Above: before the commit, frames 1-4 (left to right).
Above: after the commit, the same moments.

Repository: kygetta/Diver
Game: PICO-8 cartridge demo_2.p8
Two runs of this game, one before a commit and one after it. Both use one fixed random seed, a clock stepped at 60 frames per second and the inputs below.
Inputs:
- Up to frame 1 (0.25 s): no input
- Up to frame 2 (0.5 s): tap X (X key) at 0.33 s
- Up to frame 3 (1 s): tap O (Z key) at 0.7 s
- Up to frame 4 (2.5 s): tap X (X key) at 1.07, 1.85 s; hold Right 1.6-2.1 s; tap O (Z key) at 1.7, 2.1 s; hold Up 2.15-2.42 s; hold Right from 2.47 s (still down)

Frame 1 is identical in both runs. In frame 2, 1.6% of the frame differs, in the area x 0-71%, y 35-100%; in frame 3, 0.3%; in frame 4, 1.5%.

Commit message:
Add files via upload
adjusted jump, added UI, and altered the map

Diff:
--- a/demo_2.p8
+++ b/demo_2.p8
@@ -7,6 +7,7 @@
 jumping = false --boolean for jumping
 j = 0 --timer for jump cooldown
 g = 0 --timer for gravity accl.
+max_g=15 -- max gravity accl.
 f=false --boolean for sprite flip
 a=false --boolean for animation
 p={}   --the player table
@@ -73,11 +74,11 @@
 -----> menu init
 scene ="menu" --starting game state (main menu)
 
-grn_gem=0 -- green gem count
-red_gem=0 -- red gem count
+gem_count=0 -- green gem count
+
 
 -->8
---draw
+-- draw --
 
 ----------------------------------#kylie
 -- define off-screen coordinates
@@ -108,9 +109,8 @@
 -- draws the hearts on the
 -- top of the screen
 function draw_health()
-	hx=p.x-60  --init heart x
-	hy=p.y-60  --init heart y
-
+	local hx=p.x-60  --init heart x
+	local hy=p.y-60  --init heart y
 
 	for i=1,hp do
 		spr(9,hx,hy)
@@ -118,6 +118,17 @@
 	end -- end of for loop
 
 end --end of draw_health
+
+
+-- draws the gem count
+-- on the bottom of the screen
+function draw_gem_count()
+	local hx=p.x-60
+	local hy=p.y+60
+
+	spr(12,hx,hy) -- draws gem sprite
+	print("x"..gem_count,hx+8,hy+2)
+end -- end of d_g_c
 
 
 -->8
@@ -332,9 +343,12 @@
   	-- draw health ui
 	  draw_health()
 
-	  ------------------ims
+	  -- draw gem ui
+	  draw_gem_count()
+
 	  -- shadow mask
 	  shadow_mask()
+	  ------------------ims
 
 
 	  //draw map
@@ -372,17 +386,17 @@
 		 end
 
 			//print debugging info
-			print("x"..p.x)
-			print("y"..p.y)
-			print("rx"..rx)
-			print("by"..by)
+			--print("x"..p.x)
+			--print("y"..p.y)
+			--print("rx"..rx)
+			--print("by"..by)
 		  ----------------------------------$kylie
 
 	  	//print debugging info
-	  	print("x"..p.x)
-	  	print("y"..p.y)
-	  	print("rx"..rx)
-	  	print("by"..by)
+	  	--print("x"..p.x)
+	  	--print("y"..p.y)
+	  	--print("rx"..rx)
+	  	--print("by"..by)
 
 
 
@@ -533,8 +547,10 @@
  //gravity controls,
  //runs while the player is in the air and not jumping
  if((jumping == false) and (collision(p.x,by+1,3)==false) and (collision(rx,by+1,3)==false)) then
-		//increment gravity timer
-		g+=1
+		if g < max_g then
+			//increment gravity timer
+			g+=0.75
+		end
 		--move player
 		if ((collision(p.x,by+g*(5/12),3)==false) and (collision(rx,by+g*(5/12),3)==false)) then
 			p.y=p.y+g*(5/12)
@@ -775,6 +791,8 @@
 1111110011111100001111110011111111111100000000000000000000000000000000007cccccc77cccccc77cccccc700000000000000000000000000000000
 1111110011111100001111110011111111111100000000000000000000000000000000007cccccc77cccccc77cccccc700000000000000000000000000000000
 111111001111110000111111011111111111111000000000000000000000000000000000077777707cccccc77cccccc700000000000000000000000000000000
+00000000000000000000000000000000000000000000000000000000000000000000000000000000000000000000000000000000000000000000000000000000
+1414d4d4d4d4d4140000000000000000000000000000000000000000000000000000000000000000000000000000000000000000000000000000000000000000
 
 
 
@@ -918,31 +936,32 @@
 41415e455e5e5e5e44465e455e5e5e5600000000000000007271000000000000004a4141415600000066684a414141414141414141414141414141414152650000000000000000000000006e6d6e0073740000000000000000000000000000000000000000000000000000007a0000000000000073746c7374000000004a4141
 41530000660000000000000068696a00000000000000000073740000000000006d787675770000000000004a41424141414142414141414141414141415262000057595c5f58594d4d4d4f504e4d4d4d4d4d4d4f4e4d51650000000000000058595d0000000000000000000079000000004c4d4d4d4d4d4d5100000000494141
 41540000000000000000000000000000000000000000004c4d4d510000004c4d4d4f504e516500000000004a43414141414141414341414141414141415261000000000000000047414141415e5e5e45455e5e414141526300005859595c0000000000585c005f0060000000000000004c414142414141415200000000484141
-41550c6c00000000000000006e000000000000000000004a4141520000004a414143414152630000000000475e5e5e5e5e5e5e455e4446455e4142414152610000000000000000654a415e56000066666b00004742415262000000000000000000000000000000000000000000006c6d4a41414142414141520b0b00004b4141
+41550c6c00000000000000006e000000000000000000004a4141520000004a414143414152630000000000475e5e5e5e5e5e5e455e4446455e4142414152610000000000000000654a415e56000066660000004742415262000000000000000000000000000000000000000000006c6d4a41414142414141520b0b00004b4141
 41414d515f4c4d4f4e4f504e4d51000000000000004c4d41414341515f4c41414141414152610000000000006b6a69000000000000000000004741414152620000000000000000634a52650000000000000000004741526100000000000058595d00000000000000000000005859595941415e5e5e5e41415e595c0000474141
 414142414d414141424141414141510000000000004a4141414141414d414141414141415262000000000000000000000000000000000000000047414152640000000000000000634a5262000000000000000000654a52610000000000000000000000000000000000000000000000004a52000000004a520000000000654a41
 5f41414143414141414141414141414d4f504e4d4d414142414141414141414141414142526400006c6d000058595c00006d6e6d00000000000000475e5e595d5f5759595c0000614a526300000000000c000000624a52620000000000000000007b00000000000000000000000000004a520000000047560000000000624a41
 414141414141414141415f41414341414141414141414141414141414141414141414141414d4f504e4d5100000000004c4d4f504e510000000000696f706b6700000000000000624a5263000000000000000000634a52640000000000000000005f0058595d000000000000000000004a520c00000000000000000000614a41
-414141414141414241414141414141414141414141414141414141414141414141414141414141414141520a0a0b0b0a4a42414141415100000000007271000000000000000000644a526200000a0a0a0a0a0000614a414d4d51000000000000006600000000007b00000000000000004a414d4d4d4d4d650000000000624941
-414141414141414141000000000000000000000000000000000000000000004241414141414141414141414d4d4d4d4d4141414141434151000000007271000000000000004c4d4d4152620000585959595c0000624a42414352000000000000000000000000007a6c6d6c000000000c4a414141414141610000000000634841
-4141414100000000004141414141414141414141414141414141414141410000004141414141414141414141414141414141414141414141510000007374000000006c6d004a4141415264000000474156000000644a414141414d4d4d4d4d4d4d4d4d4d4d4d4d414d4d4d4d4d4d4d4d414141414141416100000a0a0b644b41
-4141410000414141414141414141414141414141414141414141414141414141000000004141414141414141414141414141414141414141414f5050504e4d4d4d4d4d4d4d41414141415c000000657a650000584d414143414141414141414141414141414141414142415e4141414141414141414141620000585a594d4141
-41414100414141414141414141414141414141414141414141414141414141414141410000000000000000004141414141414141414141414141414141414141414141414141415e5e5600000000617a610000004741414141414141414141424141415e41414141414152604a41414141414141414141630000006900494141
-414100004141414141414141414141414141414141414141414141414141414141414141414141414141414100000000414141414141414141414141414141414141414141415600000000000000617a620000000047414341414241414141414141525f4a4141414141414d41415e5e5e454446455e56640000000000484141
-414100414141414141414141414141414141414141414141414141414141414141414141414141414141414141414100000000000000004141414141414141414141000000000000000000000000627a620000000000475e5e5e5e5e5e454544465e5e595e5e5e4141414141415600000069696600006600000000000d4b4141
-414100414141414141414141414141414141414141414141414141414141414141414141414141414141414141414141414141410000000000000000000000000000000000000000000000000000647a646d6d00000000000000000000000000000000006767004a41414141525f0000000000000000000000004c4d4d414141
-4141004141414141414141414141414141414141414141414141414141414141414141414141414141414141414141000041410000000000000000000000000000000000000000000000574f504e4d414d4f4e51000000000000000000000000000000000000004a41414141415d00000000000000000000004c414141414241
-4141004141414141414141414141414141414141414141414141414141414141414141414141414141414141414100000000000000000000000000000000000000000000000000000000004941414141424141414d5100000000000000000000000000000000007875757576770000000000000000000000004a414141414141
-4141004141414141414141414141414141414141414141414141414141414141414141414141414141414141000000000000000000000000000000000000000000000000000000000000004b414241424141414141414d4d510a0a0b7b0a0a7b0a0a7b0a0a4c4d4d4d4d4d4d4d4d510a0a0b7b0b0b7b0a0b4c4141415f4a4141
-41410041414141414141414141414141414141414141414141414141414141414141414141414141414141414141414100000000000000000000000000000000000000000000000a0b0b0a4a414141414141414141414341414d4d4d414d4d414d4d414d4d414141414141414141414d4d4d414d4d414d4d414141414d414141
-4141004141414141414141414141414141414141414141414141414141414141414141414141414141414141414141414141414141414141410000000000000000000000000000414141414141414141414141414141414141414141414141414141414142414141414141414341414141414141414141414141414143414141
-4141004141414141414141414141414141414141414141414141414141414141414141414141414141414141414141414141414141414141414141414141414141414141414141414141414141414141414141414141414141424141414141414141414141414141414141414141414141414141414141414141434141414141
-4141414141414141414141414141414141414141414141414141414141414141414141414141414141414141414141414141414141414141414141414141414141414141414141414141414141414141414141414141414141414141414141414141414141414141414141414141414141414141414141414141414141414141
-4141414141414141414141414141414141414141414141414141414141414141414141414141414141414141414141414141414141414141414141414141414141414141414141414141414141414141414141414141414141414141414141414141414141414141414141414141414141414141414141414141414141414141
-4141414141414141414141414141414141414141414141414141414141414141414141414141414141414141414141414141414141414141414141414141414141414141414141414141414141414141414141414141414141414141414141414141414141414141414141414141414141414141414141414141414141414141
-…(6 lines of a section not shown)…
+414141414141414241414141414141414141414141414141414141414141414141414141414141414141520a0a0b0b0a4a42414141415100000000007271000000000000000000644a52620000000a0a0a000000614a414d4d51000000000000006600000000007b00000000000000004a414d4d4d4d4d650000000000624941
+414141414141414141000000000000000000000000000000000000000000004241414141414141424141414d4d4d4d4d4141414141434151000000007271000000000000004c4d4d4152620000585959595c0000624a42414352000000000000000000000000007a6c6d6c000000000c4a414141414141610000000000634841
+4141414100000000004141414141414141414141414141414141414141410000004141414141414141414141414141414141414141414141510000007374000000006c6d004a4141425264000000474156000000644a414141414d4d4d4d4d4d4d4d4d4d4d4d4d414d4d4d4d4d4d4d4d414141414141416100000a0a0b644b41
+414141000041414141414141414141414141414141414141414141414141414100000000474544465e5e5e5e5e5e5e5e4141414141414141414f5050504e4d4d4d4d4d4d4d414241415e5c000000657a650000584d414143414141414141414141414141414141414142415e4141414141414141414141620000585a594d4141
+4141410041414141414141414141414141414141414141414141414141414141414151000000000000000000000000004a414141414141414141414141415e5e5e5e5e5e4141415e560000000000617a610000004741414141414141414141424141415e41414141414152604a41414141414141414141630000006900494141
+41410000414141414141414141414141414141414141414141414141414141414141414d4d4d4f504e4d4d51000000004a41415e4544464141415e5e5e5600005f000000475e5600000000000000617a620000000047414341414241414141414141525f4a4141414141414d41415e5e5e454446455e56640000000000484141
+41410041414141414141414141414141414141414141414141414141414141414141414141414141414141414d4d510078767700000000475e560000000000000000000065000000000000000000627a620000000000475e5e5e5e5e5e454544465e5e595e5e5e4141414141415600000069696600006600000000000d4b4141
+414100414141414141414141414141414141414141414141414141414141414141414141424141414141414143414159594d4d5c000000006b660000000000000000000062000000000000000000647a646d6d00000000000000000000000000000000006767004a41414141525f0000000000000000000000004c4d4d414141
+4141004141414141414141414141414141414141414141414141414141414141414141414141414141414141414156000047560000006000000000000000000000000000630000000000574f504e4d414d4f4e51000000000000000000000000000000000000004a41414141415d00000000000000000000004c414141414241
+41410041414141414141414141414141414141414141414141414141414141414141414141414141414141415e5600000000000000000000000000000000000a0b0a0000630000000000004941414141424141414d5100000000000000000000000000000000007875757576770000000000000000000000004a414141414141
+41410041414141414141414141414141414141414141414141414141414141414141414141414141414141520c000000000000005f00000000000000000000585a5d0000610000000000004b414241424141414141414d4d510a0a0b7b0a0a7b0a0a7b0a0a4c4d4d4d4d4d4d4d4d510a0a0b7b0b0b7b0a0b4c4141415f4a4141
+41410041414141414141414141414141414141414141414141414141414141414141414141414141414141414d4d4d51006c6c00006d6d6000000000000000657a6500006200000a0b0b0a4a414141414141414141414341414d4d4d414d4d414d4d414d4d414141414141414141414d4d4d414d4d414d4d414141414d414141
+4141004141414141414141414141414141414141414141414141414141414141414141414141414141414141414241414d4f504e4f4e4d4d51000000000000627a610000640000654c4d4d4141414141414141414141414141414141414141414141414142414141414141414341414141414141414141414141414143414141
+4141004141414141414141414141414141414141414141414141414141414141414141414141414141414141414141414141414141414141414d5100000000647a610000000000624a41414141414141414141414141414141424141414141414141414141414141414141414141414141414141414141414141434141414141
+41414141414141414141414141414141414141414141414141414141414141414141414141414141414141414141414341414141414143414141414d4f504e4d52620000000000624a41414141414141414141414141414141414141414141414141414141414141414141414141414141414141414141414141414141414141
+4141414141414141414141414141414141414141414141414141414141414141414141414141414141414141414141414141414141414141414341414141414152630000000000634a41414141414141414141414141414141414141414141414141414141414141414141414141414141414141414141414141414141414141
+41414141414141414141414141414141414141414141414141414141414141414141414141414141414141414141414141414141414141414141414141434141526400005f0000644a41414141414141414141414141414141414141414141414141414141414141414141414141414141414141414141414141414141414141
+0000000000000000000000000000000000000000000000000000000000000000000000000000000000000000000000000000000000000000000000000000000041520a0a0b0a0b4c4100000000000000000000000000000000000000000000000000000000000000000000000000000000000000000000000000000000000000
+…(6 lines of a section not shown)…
* * * * * * * * *
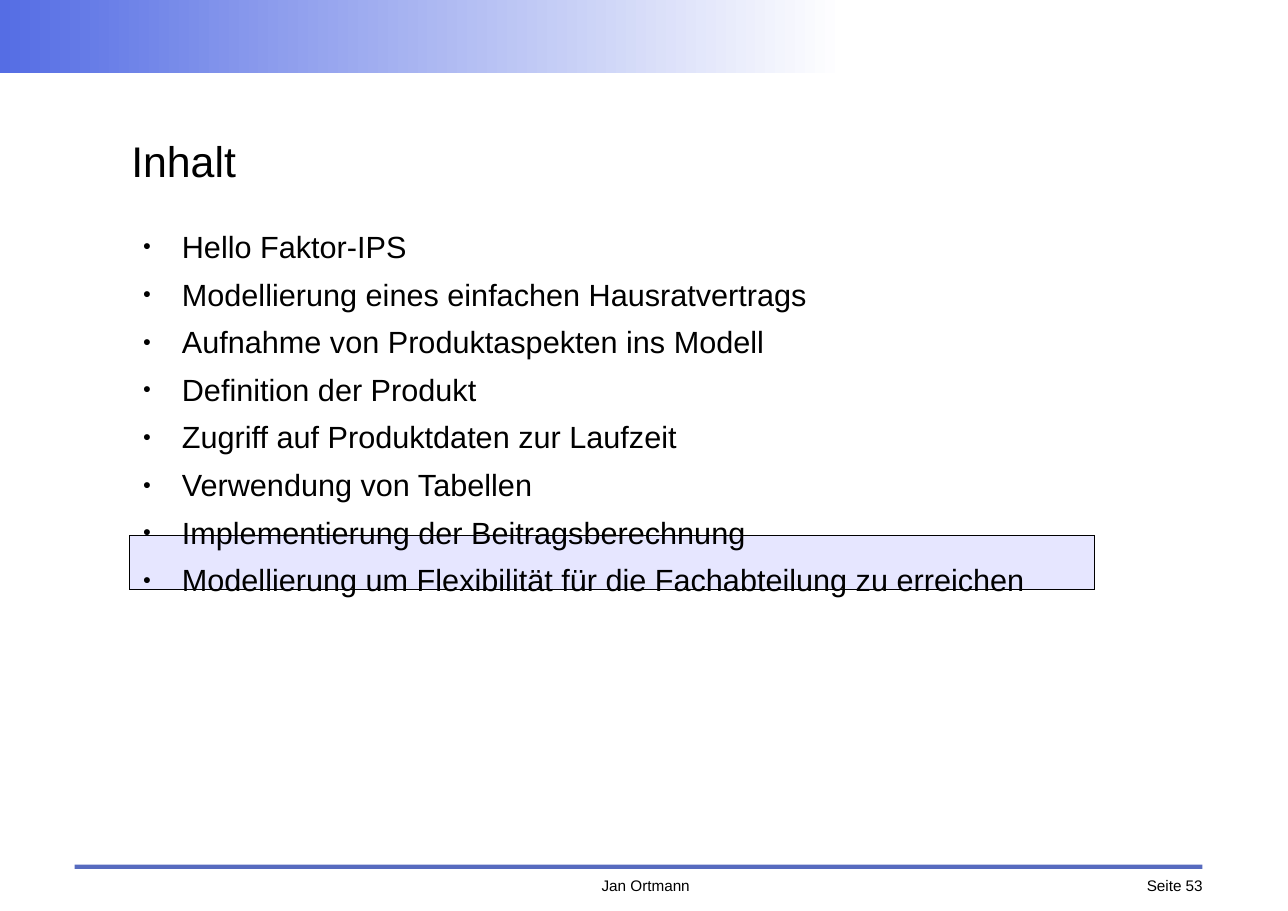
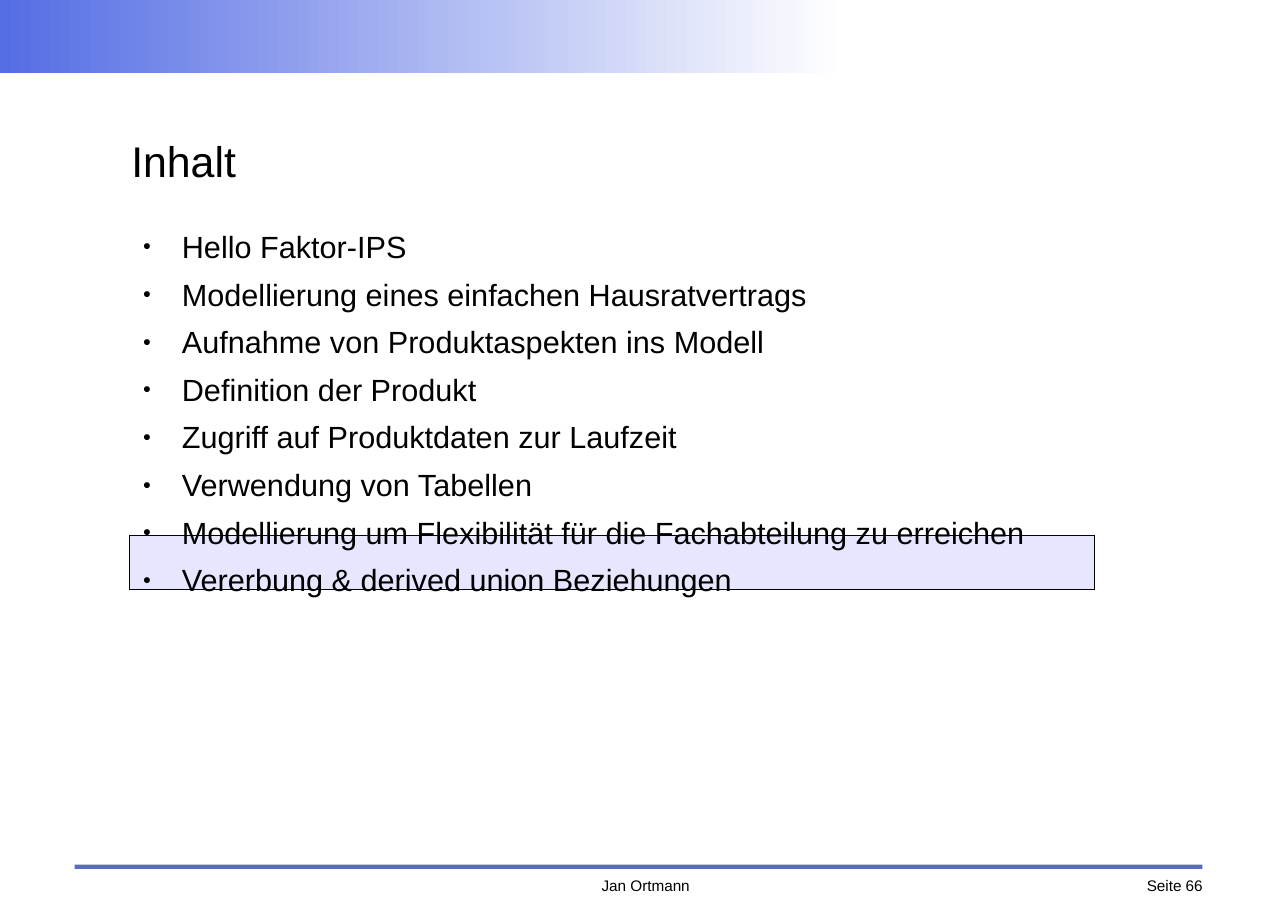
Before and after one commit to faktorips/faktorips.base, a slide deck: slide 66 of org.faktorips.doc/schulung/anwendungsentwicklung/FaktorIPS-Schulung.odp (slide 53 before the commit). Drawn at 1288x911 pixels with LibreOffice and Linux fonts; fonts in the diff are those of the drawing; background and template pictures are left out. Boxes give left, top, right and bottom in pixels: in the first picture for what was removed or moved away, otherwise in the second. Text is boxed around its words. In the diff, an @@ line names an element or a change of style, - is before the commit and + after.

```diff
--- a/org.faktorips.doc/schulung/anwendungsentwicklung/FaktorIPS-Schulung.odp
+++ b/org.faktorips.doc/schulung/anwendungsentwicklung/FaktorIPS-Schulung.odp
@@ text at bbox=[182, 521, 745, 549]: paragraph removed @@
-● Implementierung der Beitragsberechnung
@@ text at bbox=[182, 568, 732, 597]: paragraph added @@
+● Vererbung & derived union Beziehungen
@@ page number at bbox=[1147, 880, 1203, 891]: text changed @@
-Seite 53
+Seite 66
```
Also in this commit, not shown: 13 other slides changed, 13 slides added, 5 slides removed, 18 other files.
* * * * * * * * *
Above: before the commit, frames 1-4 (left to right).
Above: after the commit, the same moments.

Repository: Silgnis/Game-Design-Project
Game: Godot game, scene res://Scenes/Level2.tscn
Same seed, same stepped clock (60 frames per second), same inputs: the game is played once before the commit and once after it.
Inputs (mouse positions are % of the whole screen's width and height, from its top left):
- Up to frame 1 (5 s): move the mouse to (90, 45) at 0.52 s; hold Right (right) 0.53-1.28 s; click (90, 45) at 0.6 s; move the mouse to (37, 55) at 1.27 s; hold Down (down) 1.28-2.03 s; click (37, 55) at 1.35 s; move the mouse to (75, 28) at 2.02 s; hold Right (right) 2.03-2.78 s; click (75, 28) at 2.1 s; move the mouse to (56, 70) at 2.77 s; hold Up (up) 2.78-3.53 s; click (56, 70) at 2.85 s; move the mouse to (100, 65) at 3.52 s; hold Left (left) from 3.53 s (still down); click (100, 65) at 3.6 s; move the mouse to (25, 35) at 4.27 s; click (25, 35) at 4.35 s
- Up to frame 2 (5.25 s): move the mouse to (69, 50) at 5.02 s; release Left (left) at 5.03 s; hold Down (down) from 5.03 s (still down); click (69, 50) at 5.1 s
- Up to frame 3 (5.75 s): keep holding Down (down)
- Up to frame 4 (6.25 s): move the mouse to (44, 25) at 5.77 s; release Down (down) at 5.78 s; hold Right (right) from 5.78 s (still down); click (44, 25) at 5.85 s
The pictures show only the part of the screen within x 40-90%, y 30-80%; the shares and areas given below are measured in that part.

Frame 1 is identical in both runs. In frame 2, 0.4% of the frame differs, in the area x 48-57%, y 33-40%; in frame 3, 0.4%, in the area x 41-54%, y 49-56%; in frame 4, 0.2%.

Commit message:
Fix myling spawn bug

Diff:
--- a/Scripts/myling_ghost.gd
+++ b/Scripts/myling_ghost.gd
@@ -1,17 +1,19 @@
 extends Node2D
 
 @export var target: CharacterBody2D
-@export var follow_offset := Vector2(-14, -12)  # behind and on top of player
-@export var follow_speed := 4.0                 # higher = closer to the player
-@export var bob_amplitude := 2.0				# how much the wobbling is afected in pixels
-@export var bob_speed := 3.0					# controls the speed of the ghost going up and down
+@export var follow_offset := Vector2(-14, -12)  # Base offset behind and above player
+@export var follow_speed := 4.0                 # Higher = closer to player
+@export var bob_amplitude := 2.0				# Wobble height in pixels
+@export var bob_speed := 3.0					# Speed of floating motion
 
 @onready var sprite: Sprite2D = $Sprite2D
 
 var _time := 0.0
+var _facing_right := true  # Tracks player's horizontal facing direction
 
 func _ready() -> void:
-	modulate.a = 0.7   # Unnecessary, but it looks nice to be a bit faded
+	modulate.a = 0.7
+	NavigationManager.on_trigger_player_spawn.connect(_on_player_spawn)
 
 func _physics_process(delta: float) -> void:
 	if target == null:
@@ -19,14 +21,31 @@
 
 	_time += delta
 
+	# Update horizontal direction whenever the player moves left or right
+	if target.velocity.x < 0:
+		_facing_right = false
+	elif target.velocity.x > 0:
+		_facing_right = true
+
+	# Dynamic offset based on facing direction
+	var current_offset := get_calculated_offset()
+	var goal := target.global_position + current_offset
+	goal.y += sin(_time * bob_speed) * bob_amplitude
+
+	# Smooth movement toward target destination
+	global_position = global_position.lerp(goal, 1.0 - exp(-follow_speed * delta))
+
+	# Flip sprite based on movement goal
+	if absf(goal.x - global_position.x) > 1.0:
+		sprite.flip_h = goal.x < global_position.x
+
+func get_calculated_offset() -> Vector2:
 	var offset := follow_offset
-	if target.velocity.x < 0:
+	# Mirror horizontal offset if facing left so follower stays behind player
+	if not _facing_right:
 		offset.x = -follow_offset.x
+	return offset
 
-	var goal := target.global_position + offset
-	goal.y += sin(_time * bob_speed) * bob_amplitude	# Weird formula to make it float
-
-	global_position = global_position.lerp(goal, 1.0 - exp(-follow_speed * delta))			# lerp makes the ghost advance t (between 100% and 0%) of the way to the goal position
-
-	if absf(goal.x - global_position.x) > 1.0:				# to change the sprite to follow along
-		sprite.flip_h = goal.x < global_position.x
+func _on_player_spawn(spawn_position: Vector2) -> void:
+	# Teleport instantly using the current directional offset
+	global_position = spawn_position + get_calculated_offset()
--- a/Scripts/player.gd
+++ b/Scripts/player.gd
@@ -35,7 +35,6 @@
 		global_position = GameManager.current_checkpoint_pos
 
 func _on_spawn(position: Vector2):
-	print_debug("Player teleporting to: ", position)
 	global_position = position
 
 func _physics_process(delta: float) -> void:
* * * * * * * * *
**About this task**.
Repeat exactly the lines above from the one with "j = 0 --timer for jump cooldown" up to and including the one with "state (main menu)". No other line belongs in the reply.

**Expected answer**.
 j = 0 --timer for jump cooldown
 g = 0 --timer for gravity accl.
+max_g=15 -- max gravity accl.
 f=false --boolean for sprite flip
 a=false --boolean for animation
 p={}   --the player table
@@ -73,11 +74,11 @@
 -----> menu init
 scene ="menu" --starting game state (main menu)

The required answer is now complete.